También existe riesgo de ejecución y de contraparte. En un CFD mantienes un contrato con el proveedor y no una opción cotizada registrada a tu nombre. En mercados volátiles pueden producirse deslizamientos o ampliaciones del spread, así que un stop-loss no debe confundirse con una garantía absoluta sobre el precio exacto de salida.
Qué debes revisar desde España y dónde tiene sentido operarlos
La CNMV explica qué son los CFDs y mantiene medidas específicas de protección para clientes minoristas. Entre ellas se encuentran límites al apalancamiento, mecanismos de cierre cuando el margen se deteriora y protección frente a saldo negativo. La regulación española también ha reforzado las restricciones sobre publicidad y comercialización de estos productos debido a su complejidad y elevado riesgo.
En el ámbito europeo, ESMA recuerda las medidas de intervención aplicables a los CFDs, entre ellas límites de apalancamiento, advertencias de riesgo, cierre de margen y protección de saldo negativo.
Estas protecciones reducen determinados riesgos, pero no convierten un CFD en un producto sencillo o conservador.
Si vas a comparar intermediarios para trading con CFDs, puedes partir de nuestra selección de mejores brokers de CFDs.
La fiscalidad tampoco debería dejarse para el final. Guarda extractos, cierres y costes de tus operaciones y revisa nuestra guía sobre la fiscalidad de los CFDs en España antes de preparar la declaración. La tributación concreta puede depender de tus operaciones y circunstancias personales.
Conclusión
Los CFDs de opciones no son opciones tradicionales con otro nombre. Son CFDs referenciados al precio de una opción, por lo que añaden margen, condiciones del proveedor y riesgo de ejecución a un instrumento cuyo precio ya puede depender de factores como la volatilidad y el vencimiento.

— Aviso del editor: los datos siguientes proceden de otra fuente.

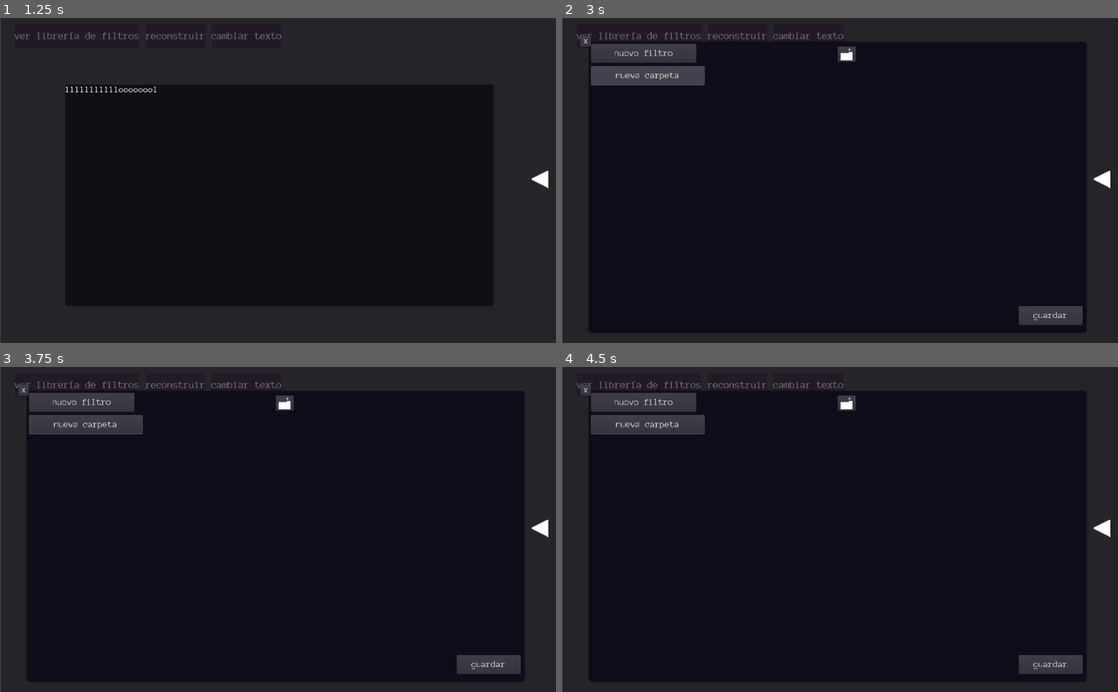
Above: before the commit, frames 1-4 (two rows, left to right).
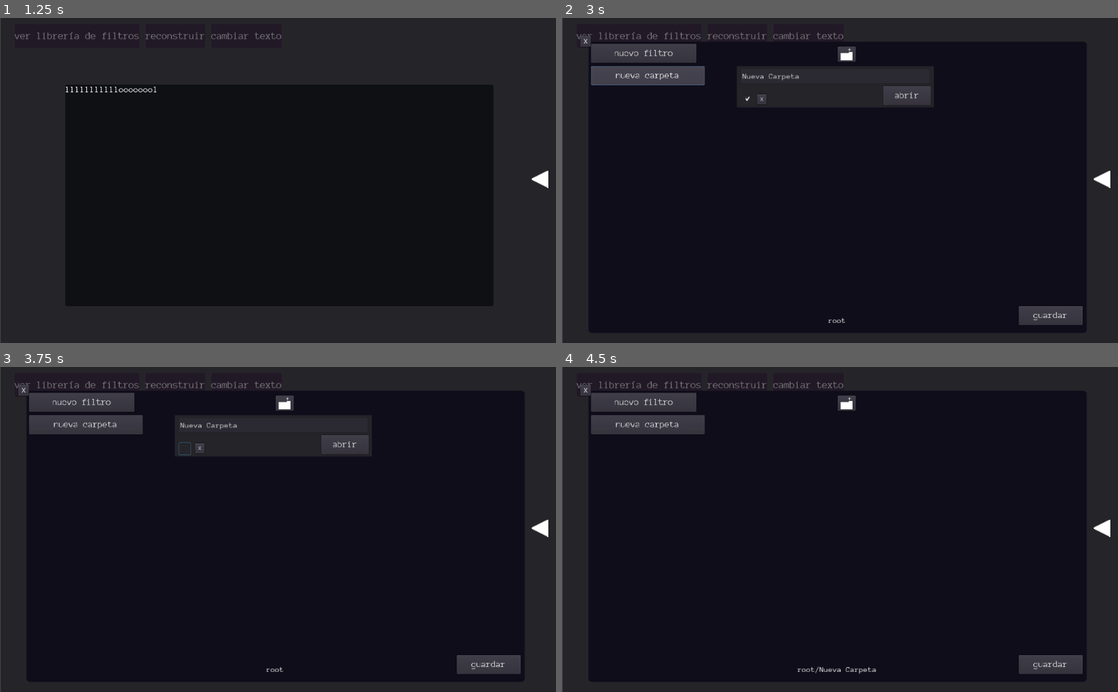
Above: after the commit, the same moments.

Repository: AndresDavidCalderon/desfilosofador
Game: Godot game, scene res://reader/reader.tscn
Two runs of this game, one before a commit and one after it. Both use one fixed random seed, a clock stepped at 60 frames per second and the inputs below.
Inputs (mouse positions are in pixels of both pictures, inside the frame that each line leads up to):
- Up to frame 1 (1.25 s): click "leer" at 0.5 s
- Up to frame 2 (3 s): click "ver librería de filtros" at 1.25 s; click (845, 53) at 2 s; click "nueva carpeta" at 2.75 s
- Up to frame 3 (3.75 s): click (183, 448) at 3.52 s
- Up to frame 4 (4.5 s): click (906, 445) at 4.25 s, where only the run after the commit has a clickable "abrir"

Frame 1 is identical in both runs. In frame 2, 2.1% of the frame differs, in the area x 32-67%, y 15-94%; in frame 3, 2.2%, in the area x 5-67%, y 14-94%; in frame 4, 0.2%.
Error before the commit: Invalid call. Nonexistent function 'delete' in base 'Dictionary'. (res://filters/filtersearch.gd:18)

Commit message:
folder ended

Diff:
--- a/filters/filtersearch.gd
+++ b/filters/filtersearch.gd
@@ -2,10 +2,11 @@
 export(PackedScene) var filter
 export(PackedScene) var folder
 export(bool) var onexe
-var filtertree=[{"name":"root","enabled":true,"subelements":[]}]
+var defaulttree=[{"origin":-1,"inside":[{"type":"folder","name":"root","enabled":true,"index":1}]},{"origin":0,"inside":[]}]
+var filtertree:Array=defaulttree
 var fileman=File.new()
 var filedir
-var currentfolder:Dictionary=filtertree[0]
+var index=1
 onready var box=$upcenter/scroll/vbox
 func _ready():
 	if onexe:
@@ -14,8 +15,7 @@
 		filedir="user://filters.json"
 	openfilters()
 func deleteall():
-	for i in filtertree:
-		i.delete()
+	filtertree=defaulttree
 func openfilters():
 	deleteall()
 	var error=fileman.open(filedir,File.READ)
@@ -23,28 +23,27 @@
 		if fileman.get_as_text()!="":
 			var dict=JSON.parse(fileman.get_as_text())
 			if dict.error==OK:
-				dict=dict.result as Array
-				for i in dict.size():
-					var new=filter.instance()
-					box.add_child(new)
-					new.fromfile(dict[i])
+				filtertree=dict.result as Array
+				box.openfolder(1)
 			else:
 				globals.popuper.popup("error abriendo los filtros","error "+str(dict.error)+"en la linea "+str(dict.error_line))
 		else:
 			print("empty file.")
+			box.openfolder(1)
 		fileman.close()
 	else:
 		globals.popuper.popup("error abriendo el archivo","error "+str(error))
 func savefilters():
+	box.savecurrent()
 	var error=fileman.open(filedir,File.WRITE)
 	if error==OK:
-		fileman.store_string(JSON.print(filtertree))
+		fileman.store_string(JSON.print(filtertree,"\t"))
 		prints("se guardo:",JSON.print(filtertree))
 		fileman.close()
 	else:
 		globals.popuper.popup("error guardando!","error "+str(error))
 func _on_newfilter_pressed():
-	box.add_child(filter.instance())
+	addelement(filter)
 func _on_save_pressed():
 	savefilters()
 	globals.popuper.popup("guardado!")
@@ -53,5 +52,22 @@
 		savefilters()
 
 func addelement(scene:PackedScene):
-	currentfolder["subelements"].append((scene.instance() as libraryelement).getsavedata())
-	box.openfolder(currentfolder)
+	var new=scene.instance() as libraryelement
+	new.index=filtertree[index]["inside"].size()
+	box.add_child(new)
+	var data:Dictionary
+	if new.has_method("getdef"):
+		data=new.getonnew()
+	else:
+		data=new.getsavedata()
+	filtertree[index]["inside"].append(data)
+
+
+func _on_newfolder_pressed():
+	addelement(folder)
+
+
+func _on_folderup_pressed():
+	box.savecurrent()
+	if index==1:return
+	box.openfolder(filtertree[index]["origin"])
--- a/filters/filtersearch.tscn
+++ b/filters/filtersearch.tscn
@@ -8,6 +8,7 @@
 [ext_resource path="res://filters/vbox.gd" type="Script" id=6]
 [ext_resource path="res://filters/folder.tscn" type="PackedScene" id=7]
 [ext_resource path="res://UI/folderout.png" type="Texture" id=8]
+[ext_resource path="res://UI/font/text.tres" type="DynamicFont" id=9]
 
 [sub_resource type="Theme" id=1]
 
@@ -38,7 +39,7 @@
 margin_left = -207.0
 margin_top = 40.0
 margin_right = 200.0
-margin_bottom = 572.0
+margin_bottom = 541.0
 script = ExtResource( 4 )
 __meta__ = {
 "_edit_use_anchors_": false
@@ -105,6 +106,29 @@
 "_edit_use_anchors_": false
 }
 
+[node name="bottom" type="Node2D" parent="."]
+position = Vector2( 510.502, 598 )
+script = ExtResource( 3 )
+sety = true
+setx = true
+scaleview = Vector2( 0.5, 1 )
+istool = true
+userect = NodePath("..")
+
+[node name="dir" type="Label" parent="bottom"]
+margin_left = -207.0
+margin_top = -34.0
+margin_right = 206.0
+margin_bottom = -16.0
+custom_fonts/font = ExtResource( 9 )
+text = "root"
+align = 1
+autowrap = true
+__meta__ = {
+"_edit_use_anchors_": false
+}
+
+[connection signal="pressed" from="upcenter/folderup" to="." method="_on_folderup_pressed"]
 [connection signal="pressed" from="newfilter" to="." method="_on_newfilter_pressed"]
 [connection signal="pressed" from="newfolder" to="." method="_on_newfolder_pressed"]
 [connection signal="pressed" from="botright/save" to="." method="_on_save_pressed"]
--- a/filters/folder.gd
+++ b/filters/folder.gd
@@ -1,6 +1,36 @@
 extends libraryelement
-
-var filters=[]
-
+var saveindex
+func _ready():
+	get_parent().connect("beforesave",self,"presave")
 func getsave(data):
 	data["enabled"]=$enabled.pressed
+	data["name"]=$name.text
+	data["index"]=saveindex
+func _on_open_pressed():
+	get_parent().root.get_node("bottom/dir").text+="/"+$name.text
+	get_parent().savecurrent()
+	get_parent().openfolder(saveindex)
+func fromfile(data):
+	$name.text=data["name"]
+	$enabled.pressed=data["enabled"]
+	saveindex=data["index"]
+func getdef(data):
+	get_parent().root.filtertree.append({"inside":[],"origin":get_parent().root.index})
+	data["index"]=get_parent().root.filtertree.size()-1
+	saveindex=data["index"]
+	print("set index",index)
+	data["enabled"]=$enabled.pressed
+	data["name"]=$name.text
+func customdelete():
+	for i in get_parent().root.filtertree:
+		for j in i["inside"]:
+			if j.has("index"):
+				if j["index"]>=saveindex:
+					j["index"]-=1
+					prints("reindexed",j)
+	for i in get_parent().root.filtertree[saveindex]["inside"]:
+		var new=get_parent().scenebytype[i["type"]].instance() as libraryelement
+		new.fromfile(i)
+		get_parent().add_child(new)
+		new.delete()
+	get_parent().root.filtertree.remove(saveindex)
--- a/filters/folder.tscn
+++ b/filters/folder.tscn
@@ -46,3 +46,13 @@
 __meta__ = {
 "_edit_use_anchors_": false
 }
+
+[node name="delete" type="Button" parent="."]
+margin_left = 41.9195
+margin_top = 57.9738
+margin_right = 60.9195
+margin_bottom = 77.9738
+text = "x"
+
+[connection signal="pressed" from="open" to="." method="_on_open_pressed"]
+[connection signal="pressed" from="delete" to="." method="delete"]
--- a/filters/vbox.gd
+++ b/filters/vbox.gd
@@ -1,5 +1,6 @@
 extends VBoxContainer
 export(Dictionary) var scenebytype
+onready var root=get_parent().get_parent().get_parent()
 func compile(text:String):
 	for i in globals.filterbyphrase.keys():
 		var pos=0
@@ -14,8 +15,18 @@
 			else:
 				break
 	return text
-func openfolder(folder:Dictionary):
-	for i in folder["subelements"]:
+func openfolder(index:int):
+	for i in get_children():
+		i.queue_free()
+	root.index=index
+	for i in getcurrent():
 		var new=scenebytype[i["type"]].instance() as libraryelement
 		add_child(new)
-		new.fromfile(i["data"])
+		new.fromfile(i)
+signal beforesave
+func savecurrent():
+	getcurrent().clear()
+	for i in get_children():
+		getcurrent().append(i.getsavedata())
+func getcurrent():
+	return root.filtertree[root.index]["inside"]
--- a/reader/element.gd
+++ b/reader/element.gd
@@ -1,8 +1,20 @@
 extends Panel
 export(String) var type
+var index:int
 class_name libraryelement,"res://filters/element.png"
 func getsavedata():
 	var data={"type":type}
 	if has_method("getsave"):
 		call("getsave",data)
 	return data
+func delete():
+	get_parent().root.filtertree[get_parent().root.index]["inside"].erase(self)
+	if has_method("customdelete"):
+		call("customdelete")
+	queue_free()
+func exists():
+	return get_parent().root.currentfolder.has(self)
+func getonnew():
+	var data={"type":type}
+	call("getdef",data)
+	return data
Binary file changed: filters/element.png
Not shown: 1 places in filters/filtersearch.tscn that only renumber resources

Para un principiante, empezar por aquí tiene poco sentido. Primero dominaríamos CFDs y opciones por separado. Si ya tienes experiencia con derivados, el siguiente paso razonable es confirmar que el producto existe realmente en tu broker, entender cómo se forma su precio y calcular cuánto puedes permitirte perder antes de abrir una posición.